Best: Sheamus, Christian and Three Stars Worth Of Wrestling
A lot of reports I’ve read this morning say they were underwhelmed with Sheamus versus Christian, and I couldn’t disagree more. This was my favorite match on the show, for almost the same reason it underwhelmed — nothing stupid happened. It was two guys having a great wrestling match based on the characters, motivations and movesets they’ve been building over the last few months. I’m a huge sucker for basic “signature moves” being avoided or reversed, and it’s a big factor in helping me believe what I’m watching is real. If you’re Sheamus and you’re signed to wrestle Christian, wouldn’t you know that he’s going to drape you across the middle rope, jump over the top, land on the floor and punch you in the face? Wouldn’t you really be looking for that if your first real feud in WWE was against Goldust? Of course you would, and Sheamus avoided it here, pulling Christian up into his rope-tangle forearms, something Christian had avoided earlier. That’s really all I ask for when I sit down to watch a match: wrestlers wrestling in a way that makes sense. Like almost every Christian match since his return from Instant Classic exile (and most of the ones IN exile), I got what I asked for.

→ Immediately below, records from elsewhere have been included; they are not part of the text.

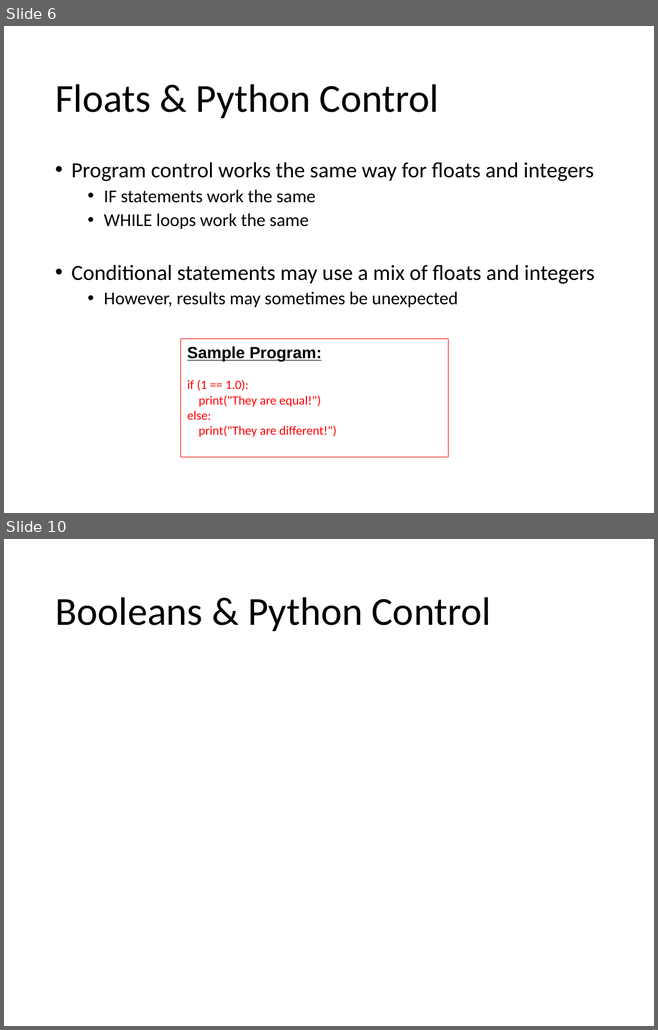
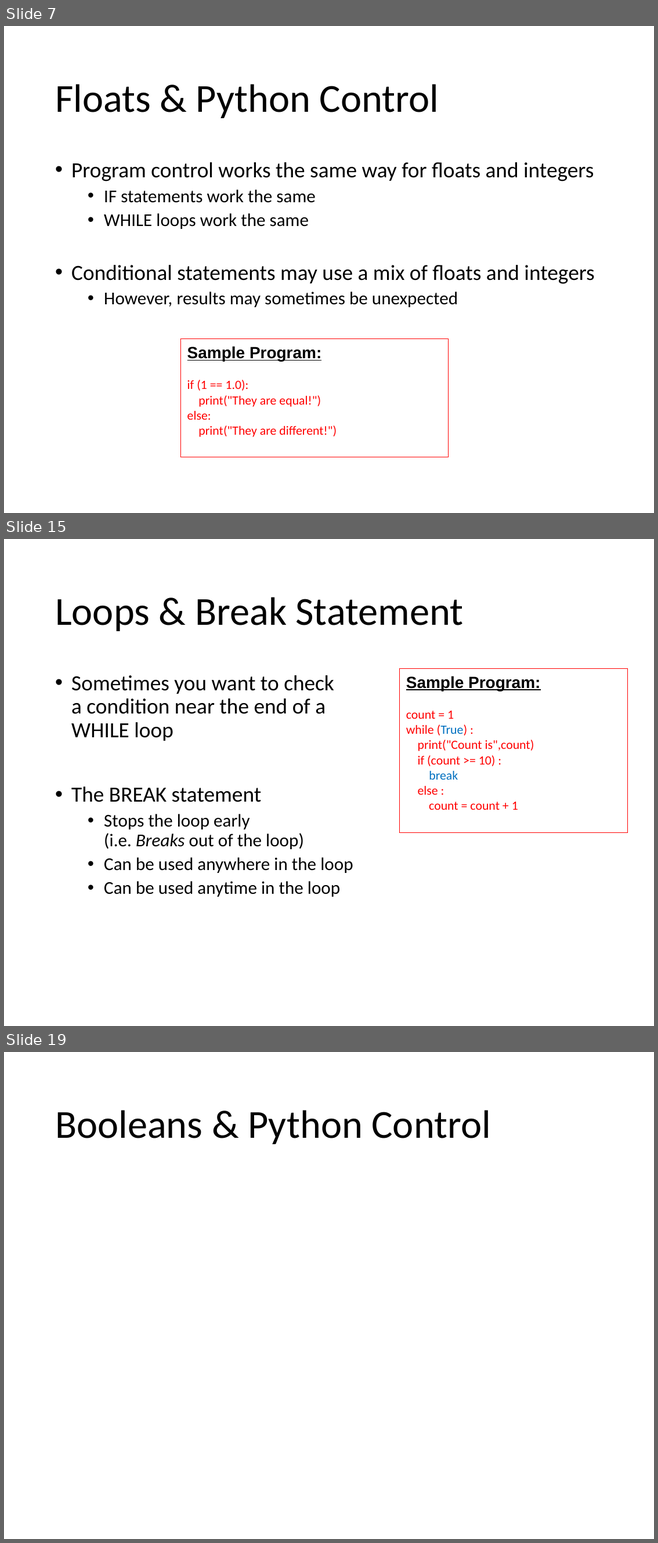
Before and after one commit to Greg5519/ICS2O0, a slide deck: Topic B Programming Introduction/B.4 Lesson - Python More Variables.pptx. Shown one above the other, each under a label of ours: slides 6 and 10 before the commit, slides 7, 15 and 19 after it; the slides between them are not shown. The pictures are 658x1030 and 658x1543 pixels, drawn with LibreOffice and Linux fonts; fonts in the diff are those of the drawing. Boxes give left, top, right and bottom in pixels: in the first picture for what was removed or moved away, otherwise in the second. Text is boxed around its words. In the diff, an @@ line names an element or a change of style, - is before the commit and + after.

```diff
--- a/Topic B Programming Introduction/B.4 Lesson - Python More Variables.pptx
+++ b/Topic B Programming Introduction/B.4 Lesson - Python More Variables.pptx
@@ slide 15 added at (4,539,654,1026), background #FFFFFF @@
@@ title added at (55,597,463,631), 44 pt, text #000000 @@
+Loops & Break Statement
@@ text added at (71,675,353,897), 20 pt, text #000000 @@
+• Sometimes you want to check
+  a condition near the end of a
+  WHILE loop
+• The BREAK statement
+  • Stops the loop early
+    (i.e. Breaks out of the loop)
+  • Can be used anywhere in the loop
+  • Can be used anytime in the loop
@@ rectangle added at (400,669,628,832), outline #FF0000 0.75 pt, 14 pt, text #FF0000 @@
+Sample Program:
+count = 1
+while (True) :
+print("Count is",count)
+if (count >= 10) :
+break
+else :
+count = count + 1
@@ what was slide 6 is now slide 7 @@
@@ what was slide 10 is now slide 19 @@
```
Also in this commit, not shown: 2 slides changed, 8 other slides added, 1 slide removed, 1 other file.

I’ll take something simple and effective like this, something that ends with both guys looking good but one guy actually f**king winning, over an Attention Deficit Disorder WWE-Style Main Event Brawl™ any day of the week, pending said brawl including Stone Cold Steve Austin but not including the Undertaker.
Worst: That Killswitch Set-Up Took Up 2 1/2 Hours Of This 3 Hour PPV
I don’t want to keep ragging on this, but Jesus, Christian, speed up that Killswitch process. Or do a Matt Hardy “swatting away farts” taunt while you’re waiting for them to get up so we can get prepared for the reversal. Third suggestion: hit the Killswitch once after doing the super slow turn-around like that, so we don’t subconsciously see it as wrestler code for “get ready to push me away”.
Best: Sheamus, White Ninja
I will never get tired of seeing Sheamus slumped in the corner, grabbing the top ropes with both hands and monkey-barring himself upside down and onto the top turnbuckle. Never. It’s like 2011’s Diamond Dallas Page Frankenstein attack, where he’d be dead in the corner and suddenly he’s up like Donatello pantomiming a clown punching bag in Secret Of The Ooze and grabbing you by the neck. Sheamus and Mark Henry are both awesome right now and work as engaging foils for each other because they aren’t doing viral videos to get over, they aren’t trying to organize tailgate parties, they’re playing up their strengths, downplaying their weaknesses and doing a few cool things in every match so people can remember them and smile when they do.
Long story short, if I was ten years old and this stark white 300-pound muscly ginger dude with Scotty 2 Hotty hair was doing gymnastics up the corner and shoulderblocking people from the top rope, I wouldn’t be sitting on my hands when I watched it.